Author of the report, Xelia Scheil-Adlung, said “The results that we found are really shocking. We find that the rural-urban divide is a consistent feature at global, regional and national levels. The place of residence can be considered as the entry door to access to health care or as the key barrier to be excluded from health care.”

Africans, Mexicans, Indians Uncovered by Healthcare

The report revealed one particularly shocking statistic – 83 percent of Africans living in rural areas have no healthcare provision. Other evidence states that the rural urban health divide in Mexico is prominent, and in India rural-urban healthcare is markedly divided. In India, large hospitals provide top-quality treatment but only to the richer portions of society that live in cities. The rural poor must experience average or poor facilities where they can find them. This results in poorer quality of life, more disease, increased problems with infection and epidemics, and lower life expectancy.

The biggest divide in the world, as reported by the UN, was experienced in East Timor, where a huge 75 percent of the rural people lack access to healthcare.

In Europe, the countries with the biggest inequality in healthcare are Italy, Greece, Cyprus and Andorra, according to Scheil-Adlung, ILO’s health policy coordinator. The lowest European gap was in Monaco, followed by in Switzerland.

Lack of Resources and Skills in the Countryside

The rural-urban healthcare divide is caused in part by negligence and underfunding in the rural parts of the world that house much of the world’s most vulnerable people, the report authors state.

The divide in healthcare provision is worsened by the lack of skilled professionals and knowledge in rural areas. The UN report states that although 50 percent of the global population lives in a rural area, only 23 percent of the health workforce in the world is deployed in these regions. Skilled healthcare graduates most often prefer to live and work in cities rather than in rural areas, resulting in a drain of capabilities and experience from the country to the city.

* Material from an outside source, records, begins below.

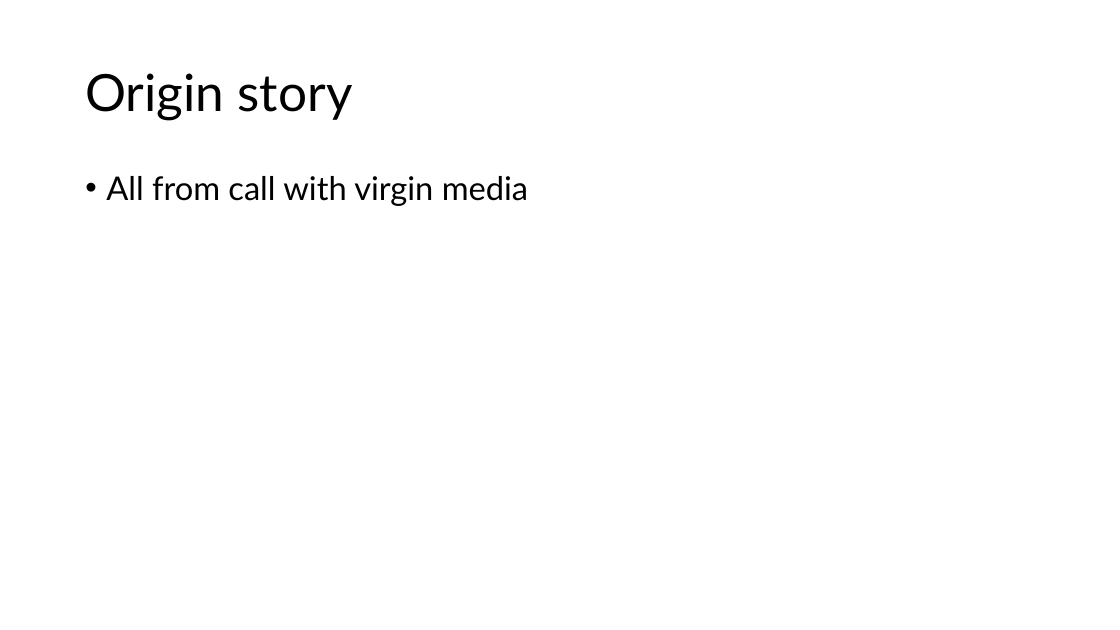
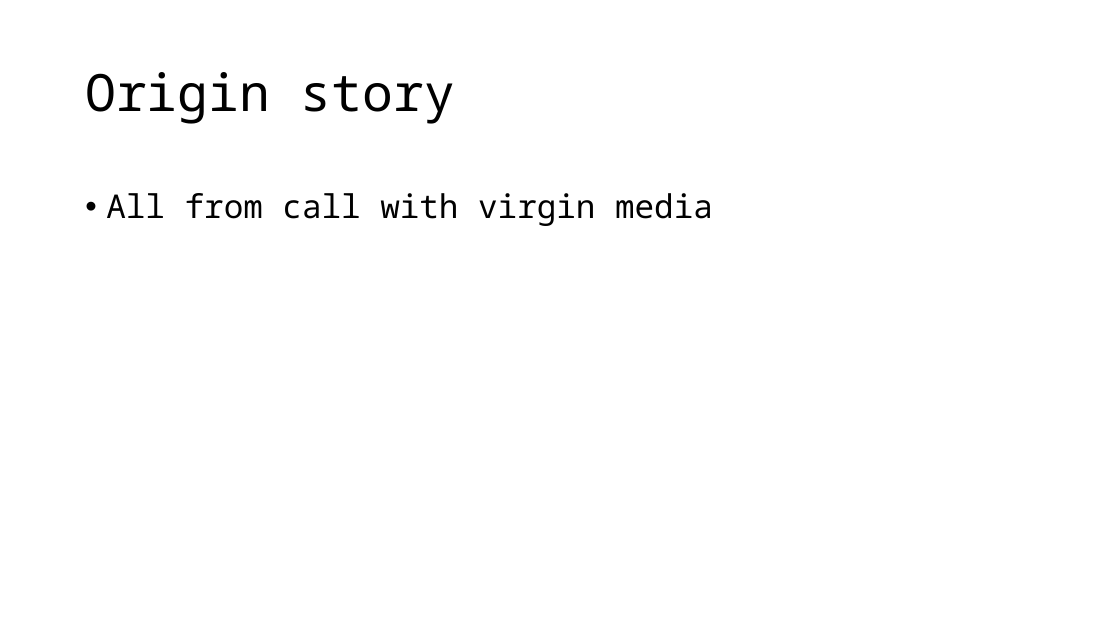
Before and after one commit to ElliottDenis/Viewport, a slide deck: slide 2 of Viewport - Design Ideas.pptx. Drawn at 1120x630 pixels with LibreOffice and Linux fonts; fonts in the diff are those of the drawing. Boxes give left, top, right and bottom in pixels: in the first picture for what was removed or moved away, otherwise in the second. Text is boxed around its words. In the diff, an @@ line names an element or a change of style, - is before the commit and + after.

```diff
--- a/Viewport - Design Ideas.pptx
+++ b/Viewport - Design Ideas.pptx
@@ title "Origin story" at box(85, 72, 455, 124): font Lato to Noto Sans Mono @@
@@ text "All from call with virgin ..." at box(106, 193, 713, 226): font Lato to Noto Sans Mono @@
@@ text "All from call with virgin ...": place and size @@
-text "All from call with virgin ..." at box(106, 176, 528, 206)
+text "All from call with virgin ..." at box(106, 193, 713, 226)
```
Also in this commit, not shown: 3 other slides changed, 6 other files.

According to the report, an extra 7 million health workers are needed in rural areas to make up for the shortfall that contributes to the lack of health provision. In addition, there should be comprehensive steps taken by countries to move away from dependence on charity to provide rural healthcare and to ensure a more even coverage through bigger budgets and more resources in the countryside. “We have to ensure that everybody is included in legislation and people are just not waiting for Bill Gates to come and give some money,” Scheil-Adlung said.